#### INSTRUCTIONS FOR THE TASK
May I have the line containing "start = total_height" and every line after it through the end of the data, repeated exactly and with no other lines?

#### DATA FOR THE TASK
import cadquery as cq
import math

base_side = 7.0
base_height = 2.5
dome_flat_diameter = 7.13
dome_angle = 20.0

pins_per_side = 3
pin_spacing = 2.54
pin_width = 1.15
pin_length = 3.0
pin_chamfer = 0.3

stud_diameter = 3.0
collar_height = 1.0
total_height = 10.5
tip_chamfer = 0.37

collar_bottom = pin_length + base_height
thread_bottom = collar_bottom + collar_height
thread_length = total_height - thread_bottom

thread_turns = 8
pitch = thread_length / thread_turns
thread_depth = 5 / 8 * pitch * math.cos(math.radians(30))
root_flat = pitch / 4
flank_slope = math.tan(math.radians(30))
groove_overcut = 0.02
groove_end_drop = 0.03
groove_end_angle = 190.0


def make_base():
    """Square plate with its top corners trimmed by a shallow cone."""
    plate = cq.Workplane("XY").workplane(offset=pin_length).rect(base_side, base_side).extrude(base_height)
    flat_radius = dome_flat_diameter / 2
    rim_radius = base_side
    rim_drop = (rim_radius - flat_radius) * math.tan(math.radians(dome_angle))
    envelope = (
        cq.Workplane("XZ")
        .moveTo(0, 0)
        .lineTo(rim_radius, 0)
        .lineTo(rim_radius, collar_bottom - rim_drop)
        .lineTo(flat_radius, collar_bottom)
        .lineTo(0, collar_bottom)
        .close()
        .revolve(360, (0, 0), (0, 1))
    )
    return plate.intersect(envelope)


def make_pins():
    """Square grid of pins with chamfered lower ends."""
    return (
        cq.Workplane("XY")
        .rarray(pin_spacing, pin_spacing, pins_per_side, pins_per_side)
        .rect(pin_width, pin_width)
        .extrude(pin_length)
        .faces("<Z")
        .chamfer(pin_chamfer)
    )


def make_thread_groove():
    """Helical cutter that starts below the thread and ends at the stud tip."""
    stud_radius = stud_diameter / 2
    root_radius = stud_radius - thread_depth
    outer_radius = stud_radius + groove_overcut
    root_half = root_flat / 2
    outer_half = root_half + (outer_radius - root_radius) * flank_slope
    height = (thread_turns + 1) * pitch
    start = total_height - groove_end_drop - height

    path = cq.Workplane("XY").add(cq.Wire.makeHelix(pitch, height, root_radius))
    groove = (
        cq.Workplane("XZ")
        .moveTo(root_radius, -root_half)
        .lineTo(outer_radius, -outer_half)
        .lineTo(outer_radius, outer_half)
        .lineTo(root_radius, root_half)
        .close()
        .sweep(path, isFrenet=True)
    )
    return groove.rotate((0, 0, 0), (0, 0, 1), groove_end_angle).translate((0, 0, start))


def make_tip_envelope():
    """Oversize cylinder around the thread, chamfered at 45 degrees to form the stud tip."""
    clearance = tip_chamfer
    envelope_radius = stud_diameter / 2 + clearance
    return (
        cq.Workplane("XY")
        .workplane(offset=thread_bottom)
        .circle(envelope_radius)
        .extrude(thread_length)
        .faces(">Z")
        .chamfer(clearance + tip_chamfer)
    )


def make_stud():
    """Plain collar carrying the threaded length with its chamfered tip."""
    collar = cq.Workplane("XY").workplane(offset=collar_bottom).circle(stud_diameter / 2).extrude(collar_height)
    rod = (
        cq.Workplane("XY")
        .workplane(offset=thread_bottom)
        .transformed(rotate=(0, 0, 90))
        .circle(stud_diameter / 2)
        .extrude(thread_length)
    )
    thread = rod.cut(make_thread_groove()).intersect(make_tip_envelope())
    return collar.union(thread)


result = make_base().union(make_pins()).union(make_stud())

#### SOLUTION FOR THIS PROBLEM
    start = total_height - groove_end_drop - height

    path = cq.Workplane("XY").add(cq.Wire.makeHelix(pitch, height, root_radius))
    groove = (
        cq.Workplane("XZ")
        .moveTo(root_radius, -root_half)
        .lineTo(outer_radius, -outer_half)
        .lineTo(outer_radius, outer_half)
        .lineTo(root_radius, root_half)
        .close()
        .sweep(path, isFrenet=True)
    )
    return groove.rotate((0, 0, 0), (0, 0, 1), groove_end_angle).translate((0, 0, start))


def make_tip_envelope():
    """Oversize cylinder around the thread, chamfered at 45 degrees to form the stud tip."""
    clearance = tip_chamfer
    envelope_radius = stud_diameter / 2 + clearance
    return (
        cq.Workplane("XY")
        .workplane(offset=thread_bottom)
        .circle(envelope_radius)
        .extrude(thread_length)
        .faces(">Z")
        .chamfer(clearance + tip_chamfer)
    )


def make_stud():
    """Plain collar carrying the threaded length with its chamfered tip."""
    collar = cq.Workplane("XY").workplane(offset=collar_bottom).circle(stud_diameter / 2).extrude(collar_height)
    rod = (
        cq.Workplane("XY")
        .workplane(offset=thread_bottom)
        .transformed(rotate=(0, 0, 90))
        .circle(stud_diameter / 2)
        .extrude(thread_length)
    )
    thread = rod.cut(make_thread_groove()).intersect(make_tip_envelope())
    return collar.union(thread)


result = make_base().union(make_pins()).union(make_stud())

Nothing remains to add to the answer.